# Is Glass hard to cut?



## 1woma (May 17, 2011)

I have some glass here but need to cut it to size, could i do it myself?


----------



## Amazing Amazon (May 17, 2011)

You could but you would need a glass cutter. What thickness is it?


----------



## tsbjd (May 17, 2011)

Also depends on type of glass


----------



## 1woma (May 17, 2011)

about 5mm thick......it was a glass shelf from a china cabinet.


----------



## m000x (May 17, 2011)

Does it have a sticker on it saying "tempered glass" or something. I wouldn't bother with it.
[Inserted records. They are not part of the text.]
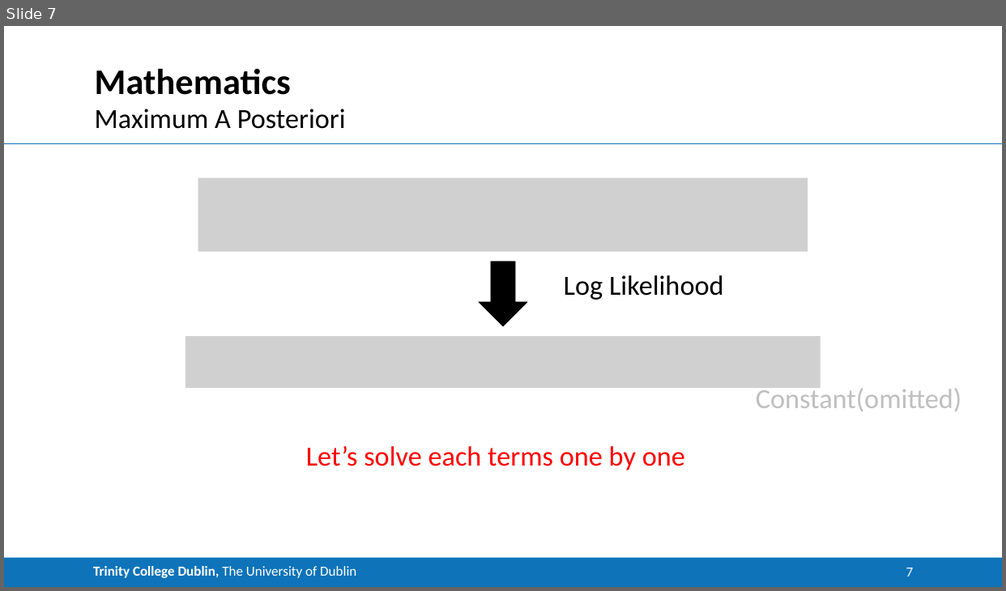
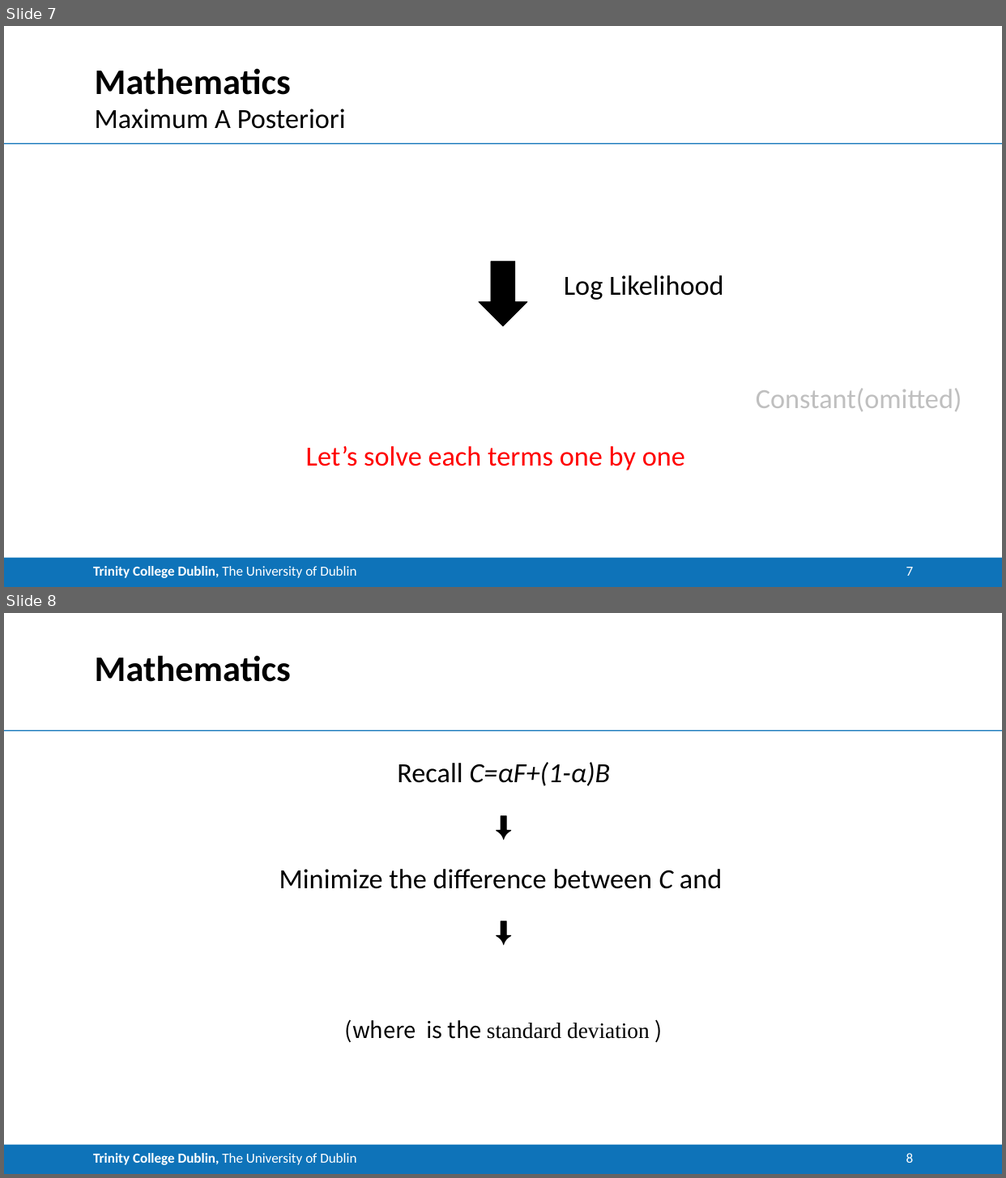
Before and after one commit to CNStanLee/CM_Matting, a slide deck: 002Matlab Project/Project.pptx. Shown one above the other, each under a label of ours: slide 7 before the commit, slides 7 and 8 after it. The pictures are 1006x591 and 1006x1178 pixels, drawn with LibreOffice and Linux fonts; fonts in the diff are those of the drawing; grey boxes stand for pictures. Boxes give left, top, right and bottom in pixels: in the first picture for what was removed or moved away, otherwise in the second. Text is boxed around its words. In the diff, an @@ line names an element or a change of style, - is before the commit and + after.

```diff
--- a/002Matlab Project/Project.pptx
+++ b/002Matlab Project/Project.pptx
@@ slide 8 added at (4,613,1002,1174), background #FFFFFF; not listed: 2 template elements that a slide beside it also shows @@
@@ title added at (95,655,291,682), 26 pt, text #000000, bold @@
+Mathematics
@@ text added at (279,762,722,1042), 20 pt, text #000000 @@
+Recall C=αF+(1-α)B
+⬇️
+Minimize the difference between C and
+⬇️
+(where is the standard deviation )
@@ page number added at (906,1153,914,1163), 10 pt, text #FFFFFF @@
+8
@@ slide 7 changed as well @@
@@ picture removed at (198,177,808,251) @@
@@ picture removed at (185,336,820,388) @@
```
Also in this commit, not shown: 6 other slides changed, 6 other slides added, 4 slides removed.

If it's only 5mm a piece would cost you 20$ cut to size
Cutter would cost more.


----------



## 1woma (May 17, 2011)

no It doesnt have a sticker..... its a pretty old cabinet. Im waiting on somene to get back to re a price for cutting it but im som impatient lol. if thats all its going to cost i'll just pay instead of taking the chance i'll stuff it up.


----------



## Wallypod (May 17, 2011)

easy as pie to cut, just watch a you tube clip and get a cutter from bunnings.


----------



## saximus (May 17, 2011)

And make sure you wear gloves


----------



## Wallypod (May 17, 2011)

or if you live near brisbane, ill show you how to cut glass for a beer or two.


----------



## 1woma (May 17, 2011)

Im in SA but thanks for the hint, never thought about you tube


----------



## saximus (May 17, 2011)

Haha Youtube: Best friend to the amateur anything


----------



## Banjo (May 17, 2011)

Easy, just score and snap.


----------



## jham66 (May 17, 2011)

My attempts have been more like score and smash! You need a good glass cutter, and the right glass.


----------



## redlittlejim (May 17, 2011)

ive never had too much trouble. 1 outta 10 crack where i didnt want it  cost me 12$ for my glass cutter from bunnings. just make sure you dont repeadly keep scoreing the glass


----------



## 1woma (May 18, 2011)

oh well i have a few shelves to use..... i mite give it a go first and if it doesnt work i'll have to pay for glass..... im such a cheap skate lol


----------



## -Peter (May 18, 2011)

It takes a little skill, especially with old glass.


----------



## wokka (May 18, 2011)

Older glass is more likely to chip and it is hard to cut of small amounts of say less than 30 mm. Only score the glass once and make sure you ware eye protection, particularly with old glass.


----------